I am told I need to order THREE COMPLETE hives...not nucs..

Where would you suggest I go to buy in North Texas?? Beeweaver is nearly sold out and does not have anything in my area until June...


----------



## TxGypsy (Nov 23, 2006)

You are out of luck for finding bees locally. To my knowledge there aren't any. Everyone has been pre-ordered and sold out since New Years. 

Whoever advised you on what to purchase did you no favors either. Don't use the entrance feeders....you'll only promote robbing and loose hives faster. See if you can return the smoker fuel and get yourself some dry pine needles instead. Maybe you can use the queen excluders when you are more advanced. Put them somewhere safe that you aren't likely to find them for a few years.

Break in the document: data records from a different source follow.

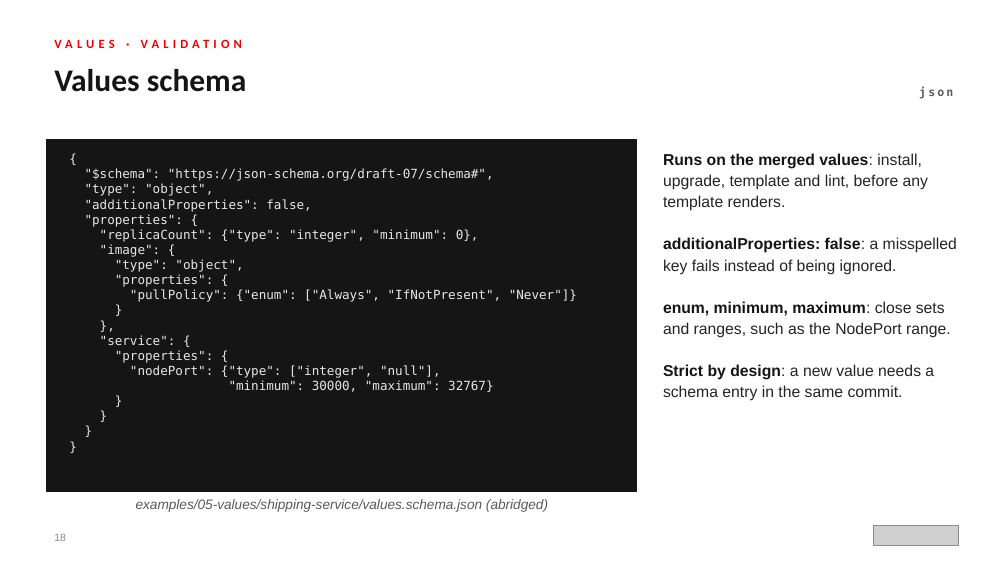
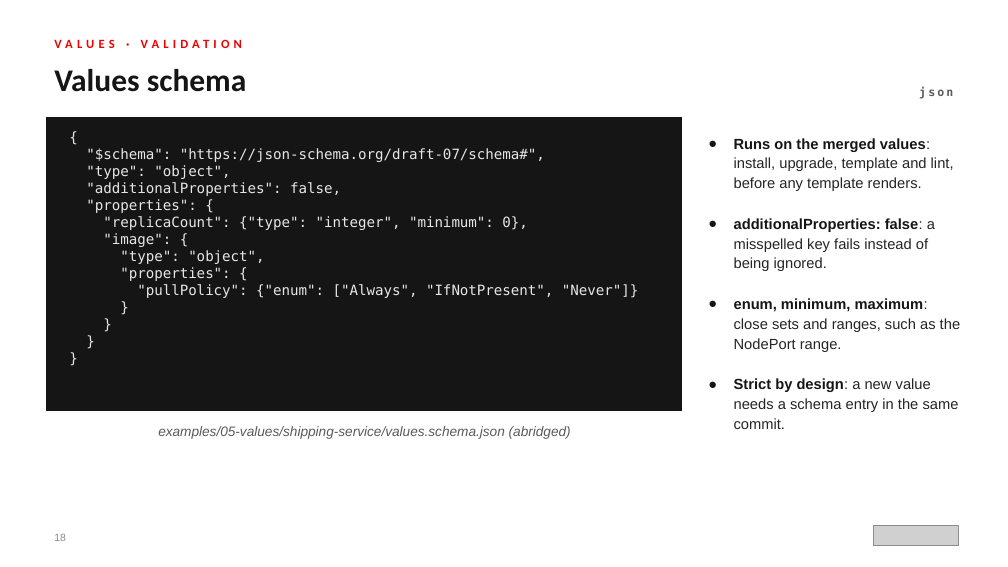
Before and after one commit to patterncatalyst/helm-for-developers, a slide deck: slide 18 of presentation/helm-101/Helm-101-r1.0.pptx. Drawn at 1008x567 pixels with LibreOffice and Linux fonts; fonts in the diff are those of the drawing; grey boxes stand for pictures. Boxes give left, top, right and bottom in pixels: in the first picture for what was removed or moved away, otherwise in the second. Text is boxed around its words. In the diff, an @@ line names an element or a change of style, - is before the commit and + after.

Commit message:
style(r1.0): unify deck helpers, mono flag runs, diagram scale, code auto-fit across 101 and 201

```diff
--- a/presentation/helm-101/Helm-101-r1.0.pptx
+++ b/presentation/helm-101/Helm-101-r1.0.pptx
@@ rectangle resized from (x1=47, y1=140, x2=637, y2=492) to (x1=47, y1=117, x2=682, y2=411) @@
@@ text at (x1=86, y1=148, x2=638, y2=298): text changed; size 12 to 13.5 pt @@
-{
-"$schema": "https://json-schema.org/draft-07/schema#",
-"type": "object",
-"additionalProperties": false,
-"properties": {
-"replicaCount": {"type": "integer", "minimum": 0},
-"image": {
-"type": "object",
-"properties": {
-"pullPolicy": {"enum": ["Always", "IfNotPresent", "Never"]}
-}
-},
-"service": {
-"properties": {
-"nodePort": {"type": ["integer", "null"],
-"minimum": 30000, "maximum": 32767}
-}
-}
-}
-}
+{
+"$schema": "https://json-schema.org/draft-07/schema#",
+"type": "object",
+"additionalProperties": false,
+"properties": {
+"replicaCount": {"type": "integer", "minimum": 0},
+"image": {
+"type": "object",
+"properties": {
+"pullPolicy": {"enum": ["Always", "IfNotPresent", "Never"]}
+}
+}
+}
+}
@@ text "Runs on the merged values: ..." moved from (x1=663, y1=153, x2=957, y2=401) to (x1=734, y1=138, x2=960, y2=429) @@
@@ text "Runs on the merged values: ..." at (x1=734, y1=138, x2=960, y2=429): size 15 to 14 pt; indent changed @@
@@ text "examples/05-values/shipping-service/values.schema.json (abri ..." moved from (x1=136, y1=499, x2=548, y2=512) to (x1=158, y1=426, x2=571, y2=439) @@
```
Also in this commit, not shown: 26 other slides changed, 42 other files.

You might contact your local beekeepers club and see if anyone there has any bees for sale and see if you can find a mentor. If you don't know where your local club is you can find it here: http://texasbeekeepers.org/clubs/


----------



## TxRPLS (Jan 27, 2014)

I found bees on Craigslist last weekend. My sister-in-law got a hive last year off craigslist from a bee removal guy who brought her a swarm hive. Of course you have to consider the hazards of dealing on craigslist.


----------



## alleyyooper (Apr 22, 2005)

You do not need hives and who ever told you tat they were wanting money from you lots of money. Nucs 3 of them and/or 3 pound packages. Check with Dadant they used to sell 3 pound packages. Also quickly check at Wal Mart for a Bee Culture magazine and there are lots of adds in there for packages and nucs.
Join a bee club and you may find some bees thru that source.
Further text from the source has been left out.